Data records
>>>>>
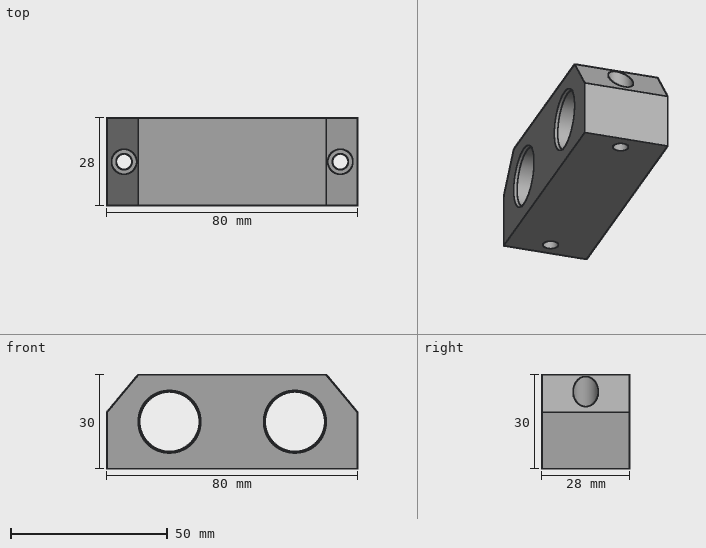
import cadquery as cq

length = 80.0
width = 28.0
height = 30.0
shoulder_run = 10.0
shoulder_drop = 12.0

bore_spacing = length / 2
bore_height = height / 2
bore_mouth_diameter = 20.0
bore_chamfer_inset = 0.5
bore_chamfer_depth = 2 * bore_chamfer_inset

screw_spacing = 69.0
screw_hole_diameter = 5.0
screw_head_diameter = 8.0
screw_seat_height = height / 2


def sloped_block():
    """Block centred on X and Y, resting on Z = 0, with both upper ends sloped."""
    half_length = length / 2
    half_top = half_length - shoulder_run
    side_height = height - shoulder_drop
    return (
        cq.Workplane("XZ")
        .moveTo(-half_length, 0)
        .lineTo(half_length, 0)
        .lineTo(half_length, side_height)
        .lineTo(half_top, height)
        .lineTo(-half_top, height)
        .lineTo(-half_length, side_height)
        .close()
        .extrude(width / 2, both=True)
    )


def bore_cutter(x):
    """Cutter for a through bore along Y, flaring to the mouth diameter at both faces."""
    mouth_radius = bore_mouth_diameter / 2
    bore_radius = mouth_radius - bore_chamfer_inset
    half_width = width / 2
    straight_end = half_width - bore_chamfer_depth
    return (
        cq.Workplane("XY")
        .moveTo(0, -half_width)
        .lineTo(mouth_radius, -half_width)
        .lineTo(bore_radius, -straight_end)
        .lineTo(bore_radius, straight_end)
        .lineTo(mouth_radius, half_width)
        .lineTo(0, half_width)
        .close()
        .revolve(360, (0, 0, 0), (0, 1, 0))
        .translate((x, 0, bore_height))
    )


def screw_cutter(x):
    """Cutter for a vertical through hole with a flat-bottomed head recess open at the top."""
    shank = cq.Workplane("XY").circle(screw_hole_diameter / 2).extrude(height)
    head = (
        cq.Workplane("XY", origin=(0, 0, screw_seat_height))
        .circle(screw_head_diameter / 2)
        .extrude(height - screw_seat_height)
    )
    return shank.union(head).translate((x, 0, 0))


result = sloped_block()
for side in (-1, 1):
    result = result.cut(bore_cutter(side * bore_spacing / 2))
    result = result.cut(screw_cutter(side * screw_spacing / 2))
<<<<<
About this task: Take the records above from their first line through the line with "screw_hole_diameter = 5.0" and set those lines down word for word, minus the pictures.

Expected output:
import cadquery as cq

length = 80.0
width = 28.0
height = 30.0
shoulder_run = 10.0
shoulder_drop = 12.0

bore_spacing = length / 2
bore_height = height / 2
bore_mouth_diameter = 20.0
bore_chamfer_inset = 0.5
bore_chamfer_depth = 2 * bore_chamfer_inset

screw_spacing = 69.0
screw_hole_diameter = 5.0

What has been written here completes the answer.